This is a Fantastic request for Info. I am relieved to know there are some 
folks that can still frame a question in such a way to be a pleasure to read.  
Thanks,
Ed

-----Original Message-----
>From: André Warnier <a...@ice-sa.com>
>Sent: Mar 13, 2009 12:04 PM
>To: Tomcat Users List <users@tomcat.apache.org>
>Subject: Re: Tomcat for Dummies
>
>Hi.  I hadn't had a chance yet to thank the various people here for
>having the patience and persistence to explain to this dummy what must
>be rather evident to experts.
>I do so now, profusely.
>It was very informative and rather clear.
>I also gather that some of the details were not necessarily so evident
>to the experts either, before they themselves went digging in the code.
>
>I have read the Servlet Specs section 10.  I can't say I enjoy it
>particularly, the reason being that at just about every line it refers
>to some probably basic Java or servlet server knowledge that
>unfortunately I do not have yet, so it is sometimes to me rather
>cryptic.  It is so however, that the Specs plus your explanations
>together really make this a lot easier to grasp.
>
>Just one tiny aspect remains, no longer mysterious but just a bit hazy
>still.  It does have to do also with my lack of Java knowledge still.
>
>Thus a servlet which is part of a webapp asks the Manager for it (the
>webapp) to be undeployed.
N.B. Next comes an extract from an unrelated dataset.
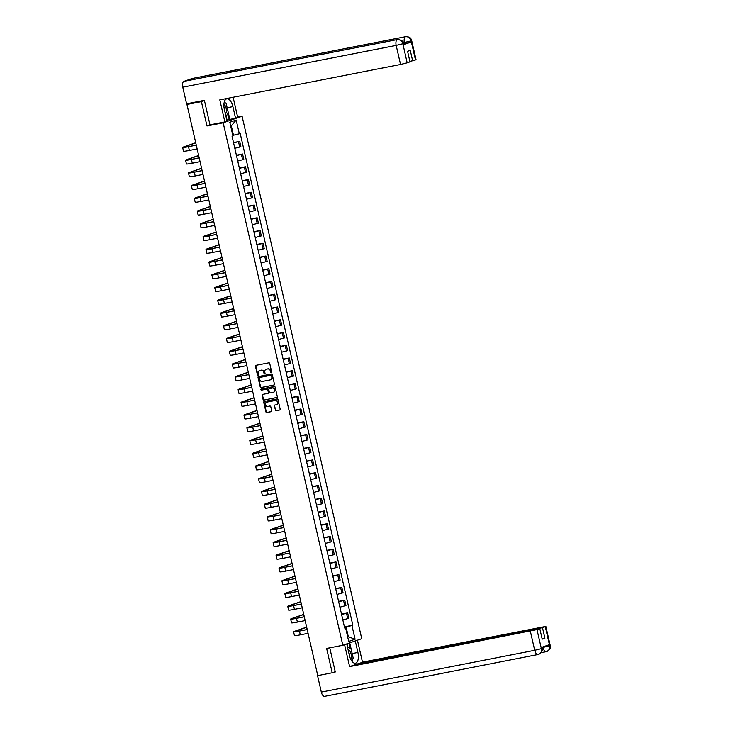 <?xml version="1.0" encoding="UTF-8"?>
<svg xmlns="http://www.w3.org/2000/svg" width="733" height="733" viewBox="0 0 733 733"><rect width="100%" height="100%" fill="white"/><g stroke="black" fill="none" stroke-linecap="round" stroke-linejoin="round"><path stroke-width="1.1" d="M271.302 372.666A0.577 0.504 -109.1 0 0 271.677 372.007L269.726 363.486A0.825 0.724 -109.1 0 0 268.828 362.826L256 365.336A0.825 0.724 -109.1 0 0 255.469 366.271L257.42 374.801A0.577 0.504 -109.1 0 0 258.419 374.6L258.172 373.5A2.639 2.318 -109.1 0 1 259.858 370.486L260.93 370.275A2.639 2.318 -109.1 0 1 263.798 372.401L264.054 373.5A0.577 0.504 -109.1 0 0 265.044 373.308L264.796 372.199A2.639 2.318 -109.1 0 1 266.491 369.185L267.554 368.983A2.639 2.318 -109.1 0 1 270.422 371.1L270.679 372.199A0.577 0.504 -109.1 0 0 271.302 372.666M275.141 410.068A0.825 0.724 -109.1 0 0 276.039 410.727L279.639 410.022A0.825 0.724 -109.1 0 0 280.162 409.078L277.999 399.613A0.825 0.724 -109.1 0 0 277.101 398.954L264.274 401.464A0.825 0.724 -109.1 0 0 263.752 402.408L265.914 411.873A0.825 0.724 -109.1 0 0 266.812 412.532L271.155 411.68A0.825 0.724 -109.1 0 0 271.686 410.746L270.761 406.687A0.825 0.724 -109.1 0 0 269.863 406.027L267.71 406.449A2.208 1.933 -109.1 0 1 266.72 402.16L275.168 400.502A2.208 1.933 -109.1 0 1 276.149 404.799L274.747 405.074A0.825 0.724 -109.1 0 0 274.215 406.018L275.516 409.93A0.825 0.724 -109.1 0 0 276.414 410.599L279.887 409.921M204.425 100.577L201.392 101.63L206.972 125.975L223.162 122.805L342.815 645.269L326.634 648.439L332.205 672.784L317.765 675.615L186.952 104.462L190.296 103.298L188.124 104.049M201.392 101.63L186.952 104.462M273.922 385.082A0.825 0.724 -109.1 0 0 274.454 384.138L272.282 374.673A0.825 0.724 -109.1 0 0 271.384 374.013L258.566 376.524A0.825 0.724 -109.1 0 0 258.034 377.468L260.206 386.932A0.825 0.724 -109.1 0 0 261.095 387.592L274.096 385.017M275.141 387.143L277.312 396.608A0.825 0.724 -109.1 0 1 276.781 397.552L263.953 400.062A0.825 0.724 -109.1 0 1 263.055 399.403L262.13 395.353A0.825 0.724 -109.1 0 1 262.661 394.409L267.866 393.392A0.825 0.724 -109.1 0 0 268.388 392.448L267.774 389.764A0.825 0.724 -109.1 0 0 266.876 389.095L261.461 390.158A0.577 0.504 -109.1 0 1 261.205 389.04L274.243 386.483A0.825 0.724 -109.1 0 1 275.141 387.143M237.648 117.106L242.082 116.235L361.745 638.7L342.815 645.269M332.205 672.784L335.238 671.73M187.969 103.545L187.172 103.848L188.051 103.738M234.817 148.286L239.718 147.058L238.491 141.671L233.58 142.889M238.491 141.671L233.488 142.477M239.718 147.058L240.873 146.655L239.645 141.267M236.402 155.222L242.559 154.012L236.502 155.634M237.73 161.031L243.796 159.409L242.559 154.012M239.325 167.967L245.482 166.757L239.416 168.388M240.653 173.776L246.719 172.154L245.482 166.757M242.238 180.712L248.405 179.512L242.339 181.133M243.576 186.521L249.632 184.899L248.405 179.512M245.161 193.457L251.318 192.257L245.262 193.879M246.49 199.275L252.555 197.644L251.318 192.257M248.084 206.211L254.241 205.002L248.175 206.624M249.412 212.02L255.478 210.389L254.241 205.002M250.998 218.956L257.155 217.747L251.098 219.369M252.335 224.765L258.392 223.144L257.155 217.747M253.92 231.701L260.078 230.492L254.012 232.123M255.249 237.51L261.315 235.889L260.078 230.492M256.843 244.446L263 243.246L256.935 244.868M258.172 250.255L264.228 248.634L263 243.246M259.757 257.191L265.914 255.991L259.858 257.613M261.085 263.01L267.151 261.379L265.914 255.991M262.68 269.946L268.837 268.736L262.771 270.358M264.008 275.755L270.074 274.124L268.837 268.736M265.593 282.691L271.76 281.481L265.694 283.103M266.931 288.5L272.988 286.878L271.76 281.481M268.516 295.436L274.673 294.226L268.617 295.857M269.845 301.245L275.91 299.623L274.673 294.226M271.439 308.181L277.596 306.971L271.531 308.602M272.768 313.99L278.833 312.368L277.596 306.971M274.353 320.926L280.51 319.725L274.454 321.347M275.69 326.744L281.747 325.113L280.51 319.725M277.276 333.68L283.433 332.47L277.367 334.092M278.604 339.489L284.67 337.858L283.433 332.47M280.198 346.425L286.356 345.216L280.29 346.837M281.527 352.234L287.583 350.612L286.356 345.216M283.112 359.17L289.269 357.961L283.213 359.591M284.45 364.979L290.506 363.357L289.269 357.961M286.035 371.915L292.192 370.706L286.127 372.337M287.363 377.724L293.429 376.102L292.192 370.706M288.949 384.66L295.115 383.46L289.049 385.082M290.286 390.478L296.343 388.847L295.115 383.46M291.871 397.405L298.029 396.205L291.972 397.827M293.2 403.223L299.266 401.592L298.029 396.205M294.794 410.159L300.951 408.95L294.886 410.572M296.123 415.968L302.188 414.347L300.951 408.95M297.708 422.904L303.865 421.695L297.809 423.326M299.046 428.713L305.102 427.092L303.865 421.695M300.631 435.649L306.788 434.44L300.722 436.071M301.959 441.458L308.025 439.837L306.788 434.44M303.554 448.394L309.711 447.194L303.645 448.816M304.882 454.213L310.948 452.582L309.711 447.194M306.467 461.139L312.625 459.939L306.568 461.561M307.805 466.958L313.861 465.327L312.625 459.939M309.39 473.894L315.547 472.684L309.482 474.306M310.719 479.703L316.784 478.081L315.547 472.684M312.304 486.639L318.47 485.429L312.405 487.06M313.642 492.448L319.698 490.826L318.47 485.429M315.227 499.384L321.384 498.174L315.327 499.805M316.555 505.193L322.621 503.571L321.384 498.174M318.149 512.129L324.307 510.928L318.241 512.55M319.478 517.947L325.544 516.316L324.307 510.928M321.063 524.874L327.22 523.674L321.164 525.295M322.401 530.692L328.457 529.061L327.22 523.674M323.986 537.628L330.143 536.419L324.078 538.04M325.315 543.437L331.38 541.815L330.143 536.419M326.909 550.373L333.066 549.164L327 550.795M328.237 556.182L334.303 554.56L333.066 549.164M329.823 563.118L335.98 561.909L329.923 563.54M331.16 568.927L337.217 567.305L335.98 561.909M332.745 575.863L338.903 574.663L332.837 576.285M334.074 581.681L340.139 580.05L338.903 574.663M335.668 588.608L341.825 587.408L335.76 589.03M336.997 594.426L343.053 592.795L341.825 587.408M338.582 601.362L344.739 600.153L338.683 601.775M339.91 607.171L345.976 605.55L344.739 600.153M341.505 614.107L347.662 612.898L341.596 614.529M342.833 619.916L348.899 618.295L347.662 612.898M232.819 135.358L233.47 135.229L231.316 125.838L230.684 126.049M347.607 636.583L348.239 636.363L346.086 626.962L351.941 625.515L355.084 639.24L348.725 641.448L345.582 627.723L344.693 628.034L232.068 136.301L232.957 135.99L229.814 122.264L236.173 120.056L239.315 133.782L233.47 135.229M351.941 625.515L352.83 625.203L240.204 133.47L239.315 133.782M223.162 122.805L242.082 116.235M206.972 125.975L210.563 124.729M347.589 636.491L355.084 639.24M346.086 626.962L344.519 627.274M344.418 626.852L352.83 625.203M345.582 627.723L344.629 627.75M236.173 120.056L231.316 125.838M271.54 372.538A0.577 0.504 -109.1 0 1 271.054 372.071L270.798 370.971A2.639 2.318 -109.1 0 0 267.939 368.846L267.554 368.983M266.4 369.203A2.639 2.318 -109.1 0 1 266.867 369.056L267.939 368.846M259.775 370.504A2.639 2.318 -109.1 0 1 260.242 370.357L261.305 370.147A2.639 2.318 -109.1 0 1 264.173 372.263L264.43 373.372A0.577 0.504 -109.1 0 0 264.915 373.839M256.138 365.309A0.825 0.724 -109.1 0 0 255.854 366.143L257.805 374.664A0.577 0.504 -109.1 0 0 258.282 375.131M258.694 376.496A0.825 0.724 -109.1 0 0 258.41 377.33L260.582 386.795A0.825 0.724 -109.1 0 0 261.479 387.455L274.169 384.972M271.485 375.754A0.577 0.504 -109.1 0 0 270.862 375.287L259.601 377.495A0.577 0.504 -109.1 0 0 259.235 378.155L259.5 379.318A2.639 2.318 -109.1 0 0 262.368 381.435L270.065 379.923A2.639 2.318 -109.1 0 0 271.76 376.918L271.87 375.617A0.577 0.504 -109.1 0 0 271.237 375.159L270.862 375.287M259.867 377.403A0.577 0.504 -109.1 0 1 259.986 377.358L271.237 375.159M270.523 379.776A2.639 2.318 -109.1 0 0 272.135 376.78L271.76 376.918M271.87 375.617L272.135 376.78M277.028 397.442L263.953 400.062M262.79 394.381A0.825 0.724 -109.1 0 0 262.506 395.215L263.44 399.265A0.825 0.724 -109.1 0 0 264.338 399.934M268.031 393.328L268.241 393.255A0.825 0.724 -109.1 0 0 268.773 392.32L268.15 389.626A0.825 0.724 -109.1 0 0 267.261 388.966L261.461 390.158M261.379 389.003A0.577 0.504 -109.1 0 0 261.846 390.029M273.262 392.329A2.208 1.933 -109.1 0 0 272.273 388.041L269.304 388.627A0.825 0.724 -109.1 0 0 268.773 389.562L269.387 392.256A0.825 0.724 -109.1 0 0 270.285 392.915L273.262 392.329M273.675 392.192A2.208 1.933 -109.1 0 0 272.658 387.913L272.273 388.041M269.506 388.554A0.825 0.724 -109.1 0 1 269.68 388.49L272.658 387.913M274.875 405.047A0.825 0.724 -109.1 0 0 274.591 405.88L275.516 409.93M276.57 404.662A2.208 1.933 -109.1 0 0 275.544 400.374L275.168 400.502M266.684 402.17A2.208 1.933 -109.1 0 1 267.105 402.032L275.544 400.374M264.411 401.437A0.825 0.724 -109.1 0 0 264.127 402.28L266.29 411.744A0.825 0.724 -109.1 0 0 267.188 412.404L271.402 411.579M195.748 142.871L184.826 146.664A10.079 0.596 -12.9 0 0 183.708 147.205A10.079 0.596 -12.9 0 0 188.986 146.536L196.261 145.107M196.279 145.18L188.5 146.701A11.169 0.66 167.1 0 1 182.645 147.452A11.169 0.66 167.1 0 1 183.882 146.847L195.72 142.733M197.14 148.936L189.361 150.457A11.169 0.66 167.1 0 1 183.507 151.209L182.645 147.452M226.955 106.936A9.447 4.471 78.9 0 1 227.166 107.742L232.892 106.615A9.447 4.471 78.9 0 0 226.827 98.827A9.447 4.471 78.9 0 0 224.38 109.574L227.038 121.174L224.857 121.935L219.808 99.871L400.539 64.477L396.168 45.4L182.774 87.19L186.585 103.811L204.37 100.329L209.977 124.848L224.857 121.935M232.892 106.615L235.55 118.215L237.73 117.463L233.103 97.269M226.781 120.065L235.55 118.215M415.492 59.941L411.121 40.865L411.68 40.59L416.051 59.675L409.894 61.471M182.774 87.19A5.168 2.446 -101.1 0 1 183.956 81.354L227.505 72.824A5.168 2.446 -101.1 0 1 227.642 72.787A5.168 2.446 -101.1 0 1 227.789 72.769M234.578 71.431A5.168 2.446 -101.1 0 1 235.714 69.974L192.165 78.504L183.956 81.354M403.141 44.823L402.893 43.723L403.452 43.449L403.7 44.557L403.141 44.823L411.286 42.001L404.653 43.641L404.405 42.541A5.168 2.446 -101.1 0 1 405.56 36.714L235.714 69.974L227.505 72.824L397.35 39.564C400.044 39.335 401.876 40.691 402.829 43.614L407.163 62.836L400.539 64.477M412.679 60.921L410.26 50.385L407.575 51.319L409.985 61.856L407.163 62.836M404.653 43.641L403.544 43.861M225.205 102.767A9.447 4.471 78.9 0 0 224.399 101.64M227.166 107.742L229.823 119.342M229.218 119.552L227.761 113.194M227.038 119.983L226.25 116.556M403.242 42.771L411.03 40.901L411.286 42.001M411.68 40.59C410.645 39.215 411.799 36.916 405.725 36.668A5.168 2.446 -101.1 0 0 405.56 36.714C408.263 36.494 410.095 37.832 411.057 40.746M346.755 643.895L349.394 655.403A9.447 4.471 78.9 0 0 355.468 663.191A9.447 4.471 78.9 0 0 357.906 652.443L355.276 640.944M344.583 644.655L349.614 666.618L354.699 664.849L539.79 628.602L536.968 629.583L541.403 648.76L541.183 647.523L549.319 644.701L549.668 645.773L545.297 626.688L545.856 626.413L362.478 662.146L357.475 664.3M357.447 640.184L362.478 662.146M349.614 666.618L536.968 629.583M324.792 696.304A5.168 2.446 -101.1 0 1 324.637 696.35A5.168 2.446 -101.1 0 1 321.32 692.089L317.508 675.46M539.79 628.602L542.2 639.139L544.894 638.205L542.475 627.668L545.297 626.688M542.475 627.668L357.392 663.915M333.542 672.326L335.293 671.978L329.758 647.825M544.894 638.205L542.118 638.755M352.161 661.505A9.447 4.471 78.9 0 0 352.573 659.453M352.344 654.386A9.447 4.471 78.9 0 0 352.17 653.57L357.906 652.443M349.723 642.868L352.17 653.57M350.411 648.732L349.119 643.079M347.708 646.836L347.011 643.812M541.751 647.321L541.989 648.357L541.43 648.623M541.412 648.778C541.852 651.793 540.78 653.708 538.196 654.514L538.782 654.349C542.017 651.848 543.089 649.85 541.989 648.357M549.64 645.91C550.071 648.943 548.99 650.858 546.406 651.664L546.937 651.527C550.236 648.998 551.326 646.992 550.226 645.498L549.668 645.773M224.261 102.107L226.158 103.435L228.183 112.259L226.076 116.959M225.398 114.027A5.461 2.584 78.9 0 0 226.259 109.098A5.461 2.584 78.9 0 0 223.931 104.141M224.637 110.701A3.738 1.768 78.9 0 0 223.996 107.284M347.378 646.607L351.171 649.264L353.187 658.087L351.84 661.102M350.786 659.352A5.461 2.584 78.9 0 0 350.97 653.534A5.461 2.584 78.9 0 0 348.047 649.539M349.659 656.429A3.738 1.768 78.9 0 0 348.752 652.627M198.67 155.616L187.74 159.409A10.079 0.596 -12.9 0 0 186.631 159.95A10.079 0.596 -12.9 0 0 191.909 159.281L199.184 157.852M199.193 157.925L191.414 159.446A11.169 0.66 167.1 0 1 185.568 160.197A11.169 0.66 167.1 0 1 186.796 159.592L198.634 155.478M200.054 161.681L192.275 163.212A11.169 0.66 167.1 0 1 186.429 163.954L185.568 160.197M201.584 168.361L190.662 172.154A10.079 0.596 -12.9 0 0 189.545 172.695A10.079 0.596 -12.9 0 0 194.831 172.026L202.097 170.606M202.116 170.67L194.337 172.2A11.169 0.66 167.1 0 1 188.482 172.942A11.169 0.66 167.1 0 1 189.719 172.337L201.557 168.233M202.977 174.436L195.198 175.957A11.169 0.66 167.1 0 1 189.343 176.699L188.482 172.942M204.507 181.106L193.576 184.899A10.079 0.596 -12.9 0 0 192.467 185.449A10.079 0.596 -12.9 0 0 197.745 184.771L205.02 183.351M205.038 183.424L197.259 184.945A11.169 0.66 167.1 0 1 191.405 185.687A11.169 0.66 167.1 0 1 192.632 185.083L204.48 180.978M205.9 187.181L198.121 188.702A11.169 0.66 167.1 0 1 192.266 189.444L191.405 185.687M207.421 193.851L196.499 197.644A10.079 0.596 -12.9 0 0 195.39 198.194A10.079 0.596 -12.9 0 0 200.668 197.516L207.943 196.096M207.952 196.169L200.173 197.69A11.169 0.66 167.1 0 1 194.318 198.432A11.169 0.66 167.1 0 1 195.555 197.837L207.393 193.723M208.813 199.926L201.034 201.447A11.169 0.66 167.1 0 1 195.18 202.198L194.318 198.432M210.344 206.605L199.422 210.398A10.079 0.596 -12.9 0 0 198.304 210.939A10.079 0.596 -12.9 0 0 203.591 210.27L210.857 208.841M210.875 208.914L203.096 210.435A11.169 0.66 167.1 0 1 197.241 211.186A11.169 0.66 167.1 0 1 198.478 210.582L210.316 206.468M211.736 212.671L203.957 214.192A11.169 0.66 167.1 0 1 198.102 214.943L197.241 211.186M213.266 219.35L202.335 223.144A10.079 0.596 -12.9 0 0 201.227 223.684A10.079 0.596 -12.9 0 0 206.504 223.015L213.779 221.586M213.798 221.659L206.01 223.18A11.169 0.66 167.1 0 1 200.164 223.931A11.169 0.66 167.1 0 1 201.392 223.327L213.23 219.213M214.65 225.416L206.871 226.946A11.169 0.66 167.1 0 1 201.025 227.688L200.164 223.931M216.18 232.095L205.258 235.889A10.079 0.596 -12.9 0 0 204.15 236.429A10.079 0.596 -12.9 0 0 209.427 235.76L216.693 234.34M216.711 234.404L208.932 235.934A11.169 0.66 167.1 0 1 203.078 236.677A11.169 0.66 167.1 0 1 204.315 236.072L216.153 231.967M217.573 238.17L209.794 239.691A11.169 0.66 167.1 0 1 203.939 240.433L203.078 236.677M219.103 244.84L208.181 248.634A10.079 0.596 -12.9 0 0 207.063 249.183A10.079 0.596 -12.9 0 0 212.341 248.505L219.616 247.085M219.634 247.158L211.855 248.679A11.169 0.66 167.1 0 1 206 249.422A11.169 0.66 167.1 0 1 207.237 248.817L219.075 244.712M220.496 250.915L212.717 252.436A11.169 0.66 167.1 0 1 206.862 253.178L206 249.422M222.026 257.585L211.095 261.379A10.079 0.596 -12.9 0 0 209.986 261.928A10.079 0.596 -12.9 0 0 215.264 261.25L222.539 259.83M222.548 259.903L214.769 261.424A11.169 0.66 167.1 0 1 208.923 262.167A11.169 0.66 167.1 0 1 210.151 261.571L221.989 257.457M223.409 263.66L215.63 265.181A11.169 0.66 167.1 0 1 209.785 265.932L208.923 262.167M224.939 270.34L214.018 274.133A10.079 0.596 -12.9 0 0 212.9 274.673A10.079 0.596 -12.9 0 0 218.187 274.005L225.452 272.575M225.471 272.649L217.692 274.169A11.169 0.66 167.1 0 1 211.837 274.921A11.169 0.66 167.1 0 1 213.074 274.316L224.912 270.202M226.332 276.405L218.553 277.926A11.169 0.66 167.1 0 1 212.698 278.677L211.837 274.921M227.862 283.085L216.931 286.878A10.079 0.596 -12.9 0 0 215.823 287.418A10.079 0.596 -12.9 0 0 221.1 286.75L228.375 285.32M228.394 285.394L220.615 286.915A11.169 0.66 167.1 0 1 214.76 287.666A11.169 0.66 167.1 0 1 215.988 287.061L227.835 282.947M229.255 289.15L221.476 290.68A11.169 0.66 167.1 0 1 215.621 291.422L214.76 287.666M230.785 295.83L219.854 299.623A10.079 0.596 -12.9 0 0 218.746 300.163A10.079 0.596 -12.9 0 0 224.023 299.495L231.298 298.074M231.307 298.139L223.528 299.669A11.169 0.66 167.1 0 1 217.683 300.411A11.169 0.66 167.1 0 1 218.91 299.806L230.748 295.701M232.169 301.904L224.39 303.425A11.169 0.66 167.1 0 1 218.535 304.168L217.683 300.411M233.699 308.575L222.777 312.368A10.079 0.596 -12.9 0 0 221.659 312.918A10.079 0.596 -12.9 0 0 226.946 312.24L234.212 310.819M234.23 310.893L226.451 312.414A11.169 0.66 167.1 0 1 220.596 313.156A11.169 0.66 167.1 0 1 221.833 312.551L233.671 308.446M235.091 314.649L227.312 316.17A11.169 0.66 167.1 0 1 221.458 316.913L220.596 313.156M236.622 321.32L225.691 325.113A10.079 0.596 -12.9 0 0 224.582 325.663A10.079 0.596 -12.9 0 0 229.86 324.985L237.135 323.565M237.153 323.638L229.365 325.159A11.169 0.66 167.1 0 1 223.519 325.901A11.169 0.66 167.1 0 1 224.747 325.305L236.585 321.191M238.014 327.394L230.226 328.915A11.169 0.66 167.1 0 1 224.38 329.667L223.519 325.901M239.535 334.074L228.614 337.867A10.079 0.596 -12.9 0 0 227.505 338.408A10.079 0.596 -12.9 0 0 232.782 337.739L240.048 336.31M240.067 336.383L232.288 337.904A11.169 0.66 167.1 0 1 226.433 338.655A11.169 0.66 167.1 0 1 227.67 338.05L239.508 333.936M240.928 340.139L233.149 341.66A11.169 0.66 167.1 0 1 227.294 342.412L226.433 338.655M242.458 346.819L231.536 350.612A10.079 0.596 -12.9 0 0 230.419 351.153A10.079 0.596 -12.9 0 0 235.696 350.484L242.971 349.055M242.989 349.128L235.211 350.649A11.169 0.66 167.1 0 1 229.356 351.4A11.169 0.66 167.1 0 1 230.593 350.795L242.431 346.682M243.851 352.885L236.072 354.415A11.169 0.66 167.1 0 1 230.217 355.157L229.356 351.4M245.381 359.564L234.45 363.357A10.079 0.596 -12.9 0 0 233.341 363.898A10.079 0.596 -12.9 0 0 238.619 363.229L245.894 361.809M245.903 361.873L238.124 363.403A11.169 0.66 167.1 0 1 232.279 364.145A11.169 0.66 167.1 0 1 233.506 363.541L245.344 359.436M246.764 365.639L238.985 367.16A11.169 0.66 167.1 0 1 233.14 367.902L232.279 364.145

As a consequence, Tomcat no longer accepts new
>requests for that webapp, and starts the process of stopping it and
>undeploying it.  If the webapp defined a ServletContextListener, this
>"thing" 's ContextDestroy function will be called, once, by Tomcat, the
>idea being that this is a warning like "watch it, you are being stopped
>and undeployed".  Tomcat basically does not care after that if the
>webapp really does anything with the warning, but it waits a reasonable
>time (some tens of seconds possibly) for any currently active servlets
>of that webapp to have a chance to finish up and return.  After this
>time has passed, if any servlets of the webapp were still active, Tomcat
>would forcefully kill them off (how it does that I don't know, but I
>really don't need or want to know that).
>
>What I still do not know is the following : suppose there are 3 active
>servlets (processing requests) at the moment the request to undeploy is
>issued by one of them.  The servlet issuing the undeploy request knows
>that it has asked for it, so it can take any appropriate measures to
>terminate itself cleanly and quickly.
>Which leaves the other two (I am using two intentionally, because there
>is only one call to the ServletContextListener; it avoids cheating).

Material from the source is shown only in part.